# 02 Data Preprocessing

## Overview:
This notebook handles data preprocessing for the **Animal Subspecies Classification** project. It includes:
1. **Cleaning**: Removing corrupted, and non-image files.
2. **Standardizing**: Resizing all images to a consistent size.
3. **Splitting**: Dividing the dataset into training, validation, and testing subsets.

## Goals:
- Ensure the dataset is clean, standardized, and ready for model training.
- Organize the data into folders for easy loading during model development.

## Outputs:
- Cleaned and standardized dataset, organized into training, validation, and testing subsets.

In [6]:
# General imports
import os
import shutil
from hashlib import md5

# Image processing
from PIL import Image

# Data splitting
from sklearn.model_selection import train_test_split

# Data Cleaning

## Purpose:
This block cleans the raw dataset by:
1. Removing corrupted or non-image files.

## How It Works:
- Each image is opened using the `PIL.Image` library to check if it is a valid image.
- Logs are printed to indicate which files were removed and why.

## Output:
A clean dataset in the `data/raw` folder, ready for further processing.

In [7]:
# Data Cleaning
def clean_data(source_dir):
    """
    Removes corrupted or non-image files.
    """
    for class_name in os.listdir(source_dir):
        class_path = os.path.join(source_dir, class_name)
        if not os.path.isdir(class_path):
            continue

        for img_name in os.listdir(class_path):
            img_path = os.path.join(class_path, img_name)
            try:
                # Verify image can be opened
                with Image.open(img_path) as img:
                    img.verify()  # Check if it's a valid image
            except Exception as e:
                print(f"Removing corrupted or non-image file: {img_path} ({e})")
                os.remove(img_path)

# Run data cleaning
print("Cleaning raw data...")
clean_data("data/raw")
print("Data cleaning complete!")

Cleaning raw data...
Data cleaning complete!


# Image Standardization

## Purpose:
This block resizes all images to a consistent size (`224x224`) for compatibility with neural network models.

## How It Works:
- Each image in the `data/raw` folder is opened, resized to the target dimensions, and saved in the `data/processed` folder.
- This step ensures that all input images are standardized, reducing the preprocessing overhead during model training.

## Output:
Standardized images saved in the `data/processed` folder.

In [8]:
# Function to standardize images (resize to 224x224)
def standardize_images(source_dir, target_dir, image_size=(224, 224)):
    for class_name in os.listdir(source_dir):
        class_path = os.path.join(source_dir, class_name)
        if not os.path.isdir(class_path):
            continue
        target_class_dir = os.path.join(target_dir, class_name)
        os.makedirs(target_class_dir, exist_ok=True)

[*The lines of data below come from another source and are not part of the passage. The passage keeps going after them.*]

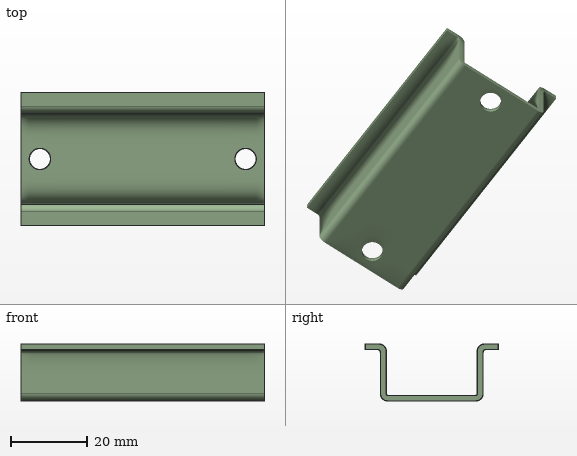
import cadquery as cq

length = 64.0
width = 35.0
height = 15.0

thickness = 1.5
wall_thickness = 1.6
channel_width = 27.0
outer_bend_radius = 1.9
floor_inner_radius = 0.45
flange_inner_radius = 0.8

hole_diameter = 5.5
hole_spacing = 53.95

half_width = width / 2
wall_outside = channel_width / 2
wall_inside = wall_outside - wall_thickness
flange_underside = height - thickness

half_section = [
    (0, 0),
    (wall_outside, 0),
    (wall_outside, flange_underside),
    (half_width, flange_underside),
    (half_width, height),
    (wall_inside, height),
    (wall_inside, thickness),
    (0, thickness),
]


def round_bend(body, y, z, radius):
    """Round the lengthwise edge at (y, z)."""
    edge = body.edges("|X").edges(cq.NearestToPointSelector((0, y, z)))
    return edge.fillet(radius)


half_rail = cq.Workplane("YZ").polyline(half_section).close().extrude(length / 2, both=True)
half_rail = round_bend(half_rail, wall_outside, 0, outer_bend_radius)
half_rail = round_bend(half_rail, wall_inside, thickness, floor_inner_radius)
half_rail = round_bend(half_rail, wall_inside, height, outer_bend_radius)
half_rail = round_bend(half_rail, wall_outside, flange_underside, flange_inner_radius)

rail = half_rail.union(half_rail.mirror("XZ")).clean()

holes = (
    cq.Workplane("XY")
    .pushPoints([(-hole_spacing / 2, 0), (hole_spacing / 2, 0)])
    .circle(hole_diameter / 2)
    .extrude(thickness)
)
result = rail.cut(holes)

        for img_name in os.listdir(class_path):
            img_path = os.path.join(class_path, img_name)
            try:
                with Image.open(img_path) as img:
                    img = img.resize(image_size)
                    img.save(os.path.join(target_class_dir, img_name))
            except Exception as e:
                print(f"Error processing {img_path}: {e}")

# Standardize images
print("Standardizing images...")
os.makedirs("data/processed", exist_ok=True)
standardize_images("data/raw", "data/processed")
print("Image standardization complete!")

Standardizing images...
Image standardization complete!


# Data Splitting

## Purpose:
This block splits the standardized dataset into three subsets:
1. **Training Set (70%)**: Used to train the neural network models.
2. **Validation Set (20%)**: Used to tune hyperparameters and monitor overfitting.
3. **Testing Set (10%)**: Used to evaluate the model's final performance.

## How It Works:
- Images are grouped by class.
- Each class is split into training, validation, and testing subsets using `train_test_split` from `sklearn`.
- The split is stratified to maintain class balance in each subset.
- Images are moved into their respective folders (`data/train`, `data/val`, `data/test`).

## Output:
1. Training data in `data/train`.
2. Validation data in `data/val`.
3. Testing data in `data/test`.

In [9]:
# Function to split data into train, val, test
def split_data(source_dir, train_dir, val_dir, test_dir, train_ratio=0.7, val_ratio=0.2):
    for class_name in os.listdir(source_dir):
        class_path = os.path.join(source_dir, class_name)
        if not os.path.isdir(class_path):
            continue

        images = os.listdir(class_path)
        train, temp = train_test_split(images, train_size=train_ratio, random_state=42)
        val, test = train_test_split(temp, test_size=(1 - train_ratio - val_ratio) / (val_ratio + (1 - train_ratio)))

        # Move images to train, val, test folders
        for img_name in train:
            os.makedirs(os.path.join(train_dir, class_name), exist_ok=True)
            shutil.copy(os.path.join(class_path, img_name), os.path.join(train_dir, class_name, img_name))

        for img_name in val:
            os.makedirs(os.path.join(val_dir, class_name), exist_ok=True)
            shutil.copy(os.path.join(class_path, img_name), os.path.join(val_dir, class_name, img_name))

        for img_name in test:
            os.makedirs(os.path.join(test_dir, class_name), exist_ok=True)
            shutil.copy(os.path.join(class_path, img_name), os.path.join(test_dir, class_name, img_name))

# Split data into train, val, test
print("Splitting data into train, val, test...")
os.makedirs("data/train", exist_ok=True)
os.makedirs("data/val", exist_ok=True)
os.makedirs("data/test", exist_ok=True)
split_data("data/processed", "data/train", "data/val", "data/test")
print("Data splitting complete!")

Splitting data into train, val, test...
Data splitting complete!